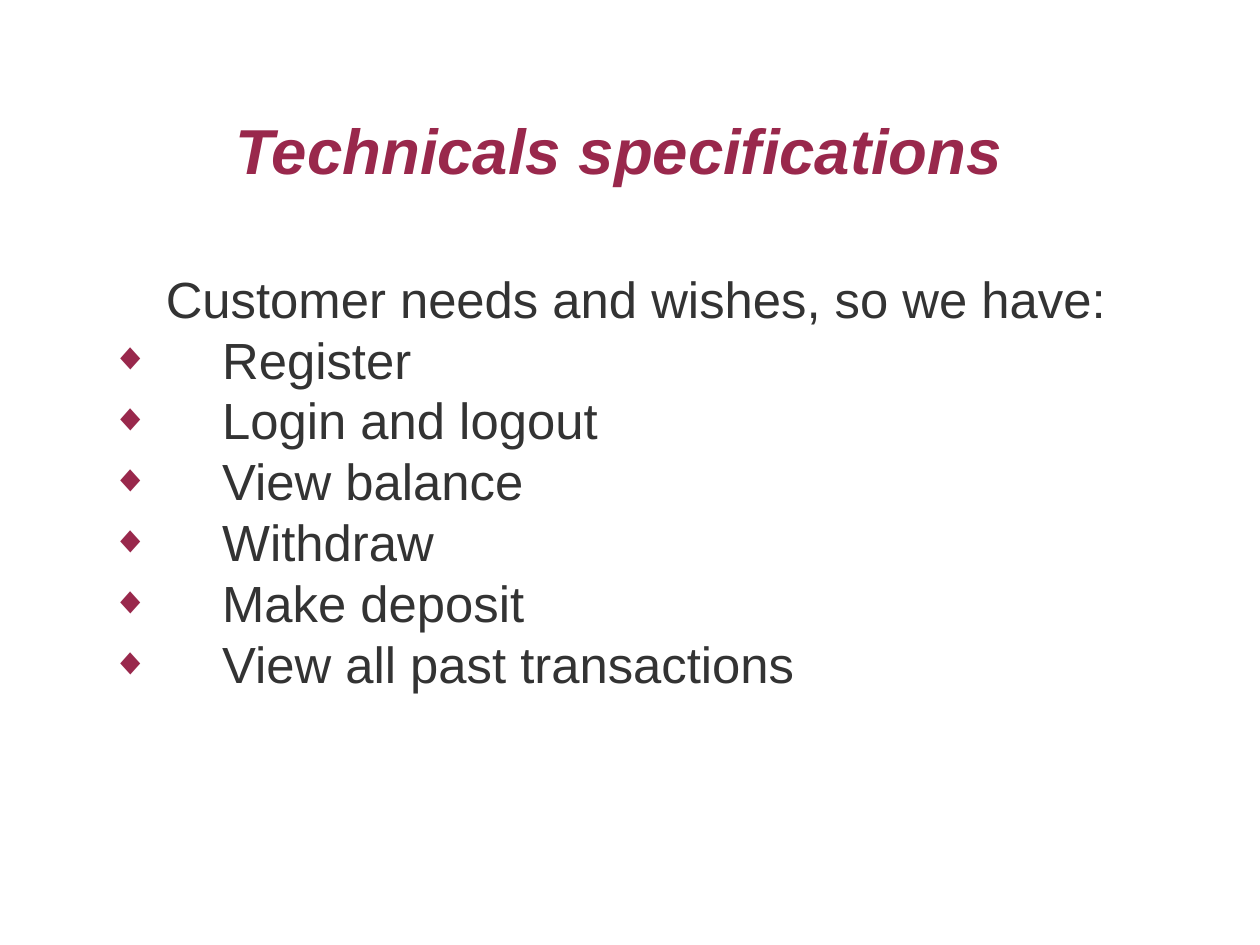
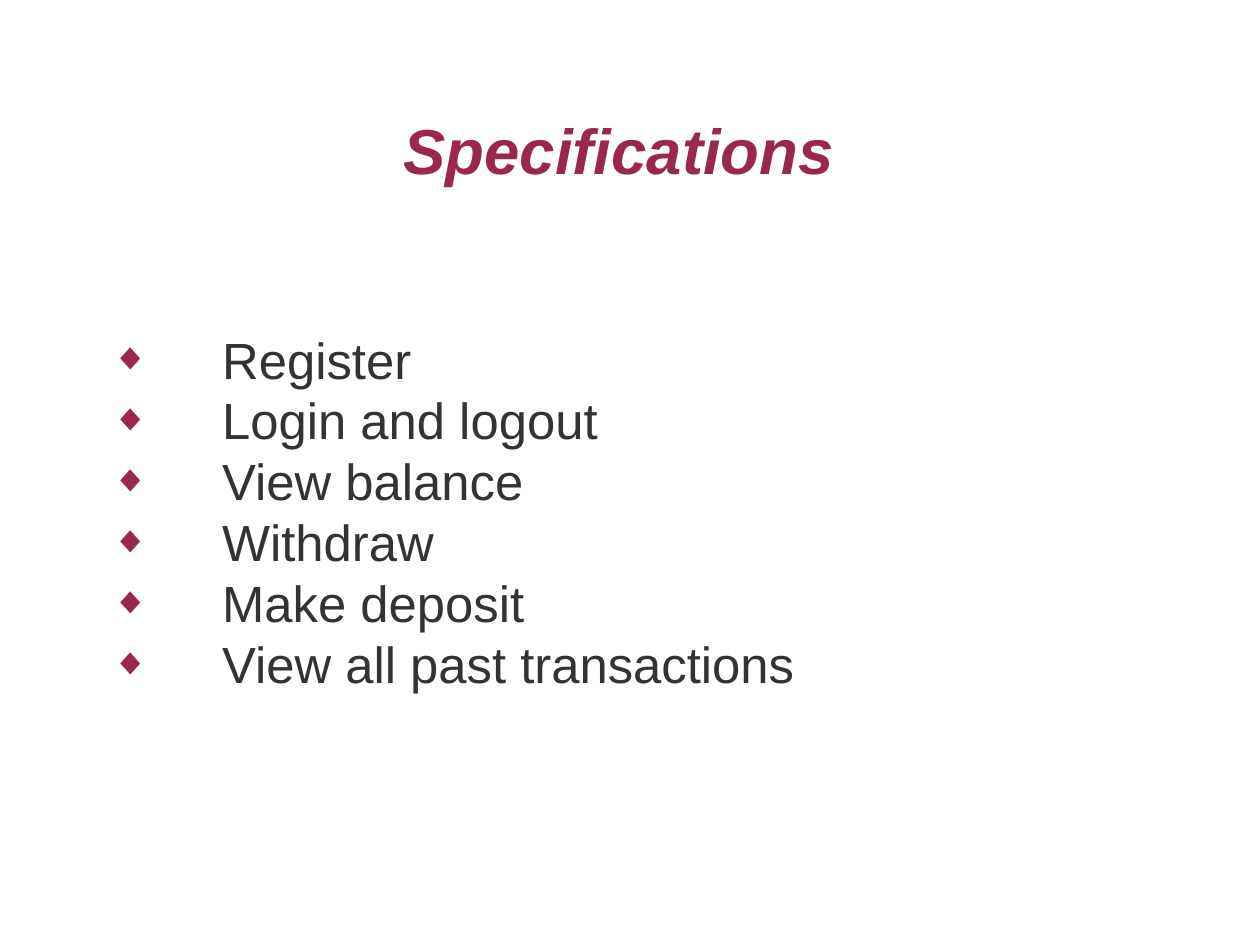
Before and after one commit to 1907cloudgcp/project-0-blappa, a slide deck: slide 2 of Presentation.odp. Drawn at 1260x945 pixels with LibreOffice and Linux fonts; fonts in the diff are those of the drawing. Boxes give left, top, right and bottom in pixels: in the first picture for what was removed or moved away, otherwise in the second. Text is boxed around its words. In the diff, an @@ line names an element or a change of style, - is before the commit and + after.

```diff
--- a/Presentation.odp
+++ b/Presentation.odp
@@ title at bbox=[404, 128, 834, 186]: text changed @@
-Technicals specifications
+Specifications
@@ text at bbox=[166, 281, 1105, 325]: paragraph removed @@
-Customer needs and wishes, so we have:
```
Also in this commit, not shown: 2 other slides changed, 19 other files.

==*==

GOAL OF THE EXERCISE:
Filter the lines above, keeping and copying those that contain "bbox".

TASK RESPONSE:
@@ title at bbox=[404, 128, 834, 186]: text changed @@
@@ text at bbox=[166, 281, 1105, 325]: paragraph removed @@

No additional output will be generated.